Plans tabled by Marshalls and Peel Environmental were thrown out by the Secretary of State, after a public inquiry.

The developers lodged an appeal against the Bury planning committee's original decision to turn them down last year.

The Secretary of State has announced that he agrees with the findings made by the inspector during the public inquiry in March.

Politicians and the Ramsbottom Against Waste Site campaign group, which was set up to fight the scheme, have declared victory.

The applicants now have six weeks to ask for permission to challenge the decision in the High Court, and if they do not, the project plans will have reached a dead end.

However, they could also start the planning process again by tabling new plans to Bury Council.

A spokesman said the developers were now considering their options.

Residents argued that the scheme, which was designed to create electricity by using food by-products such as feedstock, would mean extra noise, more traffic and bad odours for the town.

The developers maintained it would provide a clean source of energy and boost the town's economy.

Bury North MP David Nuttall, who gave evidence during the public inquiry and asked for the decision to be 'called in' by the Secretary of State, said he was happy with the decision.

He said: "I am delighted for the people of Ramsbottom and especially Shuttleworth that the appeal has been turned down.

"I know so many people have put a lot of effort in to preparing the case and I am sure the whole community will want to thank them.

"This would not have been an appropriate location for such a plant and I am pleased the inspector and the Secretary of State agreed."

The RAWS group was set up shortly after residents and councillors first heard of the plans, and the decision follows nearly two years of campaigning.

Ramsbottom Cllr Ian Bevan, of one the lead figures in the campaign, said: "As a residents group, we have spent literally hundreds and hundreds of hours volunteering our time on campaigning against this planning application.

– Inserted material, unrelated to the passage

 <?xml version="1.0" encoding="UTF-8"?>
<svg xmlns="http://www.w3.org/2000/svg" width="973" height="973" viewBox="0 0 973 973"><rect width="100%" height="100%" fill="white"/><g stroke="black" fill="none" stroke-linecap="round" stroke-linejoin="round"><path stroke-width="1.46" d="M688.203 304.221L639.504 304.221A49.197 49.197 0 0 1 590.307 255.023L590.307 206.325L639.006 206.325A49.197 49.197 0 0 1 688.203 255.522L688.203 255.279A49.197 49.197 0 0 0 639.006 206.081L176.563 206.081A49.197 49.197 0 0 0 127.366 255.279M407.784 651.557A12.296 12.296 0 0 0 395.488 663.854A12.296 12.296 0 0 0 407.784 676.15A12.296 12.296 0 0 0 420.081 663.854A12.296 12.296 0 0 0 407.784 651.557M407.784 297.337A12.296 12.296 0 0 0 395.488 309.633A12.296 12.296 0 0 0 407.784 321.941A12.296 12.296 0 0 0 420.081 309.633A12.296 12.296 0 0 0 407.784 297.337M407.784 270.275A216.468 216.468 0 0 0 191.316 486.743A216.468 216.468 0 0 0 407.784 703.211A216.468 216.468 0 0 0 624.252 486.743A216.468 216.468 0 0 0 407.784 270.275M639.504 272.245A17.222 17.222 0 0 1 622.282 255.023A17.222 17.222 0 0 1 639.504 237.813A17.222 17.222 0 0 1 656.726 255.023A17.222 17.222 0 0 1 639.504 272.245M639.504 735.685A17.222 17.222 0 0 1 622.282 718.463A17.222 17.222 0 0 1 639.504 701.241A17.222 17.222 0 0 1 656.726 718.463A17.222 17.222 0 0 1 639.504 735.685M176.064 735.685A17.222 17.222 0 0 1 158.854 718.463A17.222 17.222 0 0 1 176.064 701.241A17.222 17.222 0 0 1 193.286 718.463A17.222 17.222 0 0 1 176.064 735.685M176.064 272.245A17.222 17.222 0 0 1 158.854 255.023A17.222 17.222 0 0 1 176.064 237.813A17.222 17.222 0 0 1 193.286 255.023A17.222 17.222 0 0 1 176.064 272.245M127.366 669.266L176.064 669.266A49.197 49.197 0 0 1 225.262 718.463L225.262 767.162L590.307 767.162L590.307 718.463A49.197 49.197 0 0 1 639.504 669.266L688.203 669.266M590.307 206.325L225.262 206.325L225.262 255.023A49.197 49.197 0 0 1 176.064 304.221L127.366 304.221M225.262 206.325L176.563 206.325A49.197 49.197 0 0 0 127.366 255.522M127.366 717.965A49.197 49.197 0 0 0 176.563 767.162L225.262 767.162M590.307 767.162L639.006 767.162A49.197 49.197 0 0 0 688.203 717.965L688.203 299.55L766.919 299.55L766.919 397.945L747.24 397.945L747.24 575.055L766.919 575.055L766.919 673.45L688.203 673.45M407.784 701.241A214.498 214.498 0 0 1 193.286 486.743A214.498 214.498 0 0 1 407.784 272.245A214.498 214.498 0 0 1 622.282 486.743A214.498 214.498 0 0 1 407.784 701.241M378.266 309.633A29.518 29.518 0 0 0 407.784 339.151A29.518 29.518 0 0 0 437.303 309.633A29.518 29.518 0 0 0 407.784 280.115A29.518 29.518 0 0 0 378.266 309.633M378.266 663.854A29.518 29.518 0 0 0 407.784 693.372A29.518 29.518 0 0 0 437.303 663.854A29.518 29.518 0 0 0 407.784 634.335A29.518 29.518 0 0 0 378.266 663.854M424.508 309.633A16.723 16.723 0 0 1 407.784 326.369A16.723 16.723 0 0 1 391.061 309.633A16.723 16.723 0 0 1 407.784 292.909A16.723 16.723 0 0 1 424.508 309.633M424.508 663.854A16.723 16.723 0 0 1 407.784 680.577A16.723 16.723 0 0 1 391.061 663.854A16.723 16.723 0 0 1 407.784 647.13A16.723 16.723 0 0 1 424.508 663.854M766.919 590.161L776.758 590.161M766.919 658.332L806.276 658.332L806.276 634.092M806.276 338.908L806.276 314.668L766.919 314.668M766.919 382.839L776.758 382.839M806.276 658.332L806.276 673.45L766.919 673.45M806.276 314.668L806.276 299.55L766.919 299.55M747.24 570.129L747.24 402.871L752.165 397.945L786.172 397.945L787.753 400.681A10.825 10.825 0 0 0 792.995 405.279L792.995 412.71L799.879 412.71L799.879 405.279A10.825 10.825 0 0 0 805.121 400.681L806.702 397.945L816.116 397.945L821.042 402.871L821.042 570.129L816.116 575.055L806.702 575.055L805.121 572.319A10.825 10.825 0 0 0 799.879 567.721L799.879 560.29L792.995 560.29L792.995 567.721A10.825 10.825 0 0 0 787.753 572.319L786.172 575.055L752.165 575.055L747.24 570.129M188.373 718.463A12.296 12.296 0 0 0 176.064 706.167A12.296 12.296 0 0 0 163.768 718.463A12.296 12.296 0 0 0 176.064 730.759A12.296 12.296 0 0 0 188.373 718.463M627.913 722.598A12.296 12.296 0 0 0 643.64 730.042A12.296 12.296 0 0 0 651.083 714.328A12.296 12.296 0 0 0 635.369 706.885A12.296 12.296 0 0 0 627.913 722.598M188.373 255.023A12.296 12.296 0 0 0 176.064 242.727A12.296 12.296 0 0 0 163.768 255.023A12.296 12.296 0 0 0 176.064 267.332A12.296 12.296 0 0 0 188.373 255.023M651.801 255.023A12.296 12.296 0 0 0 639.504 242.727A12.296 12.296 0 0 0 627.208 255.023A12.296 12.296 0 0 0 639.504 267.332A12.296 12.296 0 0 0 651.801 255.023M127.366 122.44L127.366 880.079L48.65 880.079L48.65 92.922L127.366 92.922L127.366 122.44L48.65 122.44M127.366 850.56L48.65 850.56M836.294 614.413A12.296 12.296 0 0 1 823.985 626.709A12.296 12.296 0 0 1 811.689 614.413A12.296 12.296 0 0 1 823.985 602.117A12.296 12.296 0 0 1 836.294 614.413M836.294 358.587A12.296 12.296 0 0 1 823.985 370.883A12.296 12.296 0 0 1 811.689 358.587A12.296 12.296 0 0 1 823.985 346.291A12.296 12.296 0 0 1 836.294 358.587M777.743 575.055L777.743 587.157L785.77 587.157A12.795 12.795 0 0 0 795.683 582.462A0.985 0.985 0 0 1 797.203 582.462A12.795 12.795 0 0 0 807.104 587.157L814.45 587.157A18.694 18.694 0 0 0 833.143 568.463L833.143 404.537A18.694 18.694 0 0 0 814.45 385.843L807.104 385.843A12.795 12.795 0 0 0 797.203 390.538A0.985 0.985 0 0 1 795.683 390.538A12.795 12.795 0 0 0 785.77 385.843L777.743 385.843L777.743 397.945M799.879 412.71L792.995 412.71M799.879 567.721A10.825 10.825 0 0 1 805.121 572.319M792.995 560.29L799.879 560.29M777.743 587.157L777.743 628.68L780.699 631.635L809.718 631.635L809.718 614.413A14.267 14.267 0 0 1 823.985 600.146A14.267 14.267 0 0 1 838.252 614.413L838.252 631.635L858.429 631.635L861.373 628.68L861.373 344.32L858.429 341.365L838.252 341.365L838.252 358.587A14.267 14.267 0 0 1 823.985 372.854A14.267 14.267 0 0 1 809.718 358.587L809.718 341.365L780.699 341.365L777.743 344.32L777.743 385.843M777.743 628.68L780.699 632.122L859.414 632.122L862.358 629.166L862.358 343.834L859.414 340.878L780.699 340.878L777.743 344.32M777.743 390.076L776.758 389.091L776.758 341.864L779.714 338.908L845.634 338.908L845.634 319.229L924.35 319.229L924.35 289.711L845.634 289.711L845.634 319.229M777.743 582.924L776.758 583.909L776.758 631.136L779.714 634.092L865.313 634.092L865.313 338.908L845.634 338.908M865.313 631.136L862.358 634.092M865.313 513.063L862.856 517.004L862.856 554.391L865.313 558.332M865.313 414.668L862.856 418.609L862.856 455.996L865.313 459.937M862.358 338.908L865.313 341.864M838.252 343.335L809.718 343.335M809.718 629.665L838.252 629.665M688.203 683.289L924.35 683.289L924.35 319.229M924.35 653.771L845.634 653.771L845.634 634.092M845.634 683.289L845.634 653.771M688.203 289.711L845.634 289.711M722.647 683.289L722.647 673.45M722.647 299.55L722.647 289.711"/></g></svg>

"We have now reached the position where Peel’s plans have been resoundingly rejected by Bury Council, the planning inspector and now the Secretary of State.

"I appreciate that Peel and Marshalls have a right to appeal to the High Court but we would urge them to now abandon their plans and build any AD facilities on brownfield locations and not on our green belt land."

Ramsbottom Cllr Luise Fitzwalter declared the decision a "brilliant victory" for Ramsbottom and Bury Council.

She said: "The whole community came together and fought of this threat to our beautiful town.

"Thanks to the hundreds of people who got involved and especially to those from Ramsbottom Against Waste Site.”

Cllr Sandra Walmsley, Bury Council's cabinet member for resource and regulation, said the decision meant the council's planning committee had been vindicated.

She said: "This has been a long process which has stirred up a lot of emotion among residents in Ramsbottom.

"I am confident that the council and its staff dealt with the whole matter in a scrupulously fair and professional way, and I welcome the fact that this has effectively been recognised in the decision by the Inspector and the Secretary of State."

Kieran Tames, development surveyor at Peel, added: “We are naturally disappointed with the planning appeal decision and we will now need to fully consider the decision with our stakeholders in order to decide how to proceed.”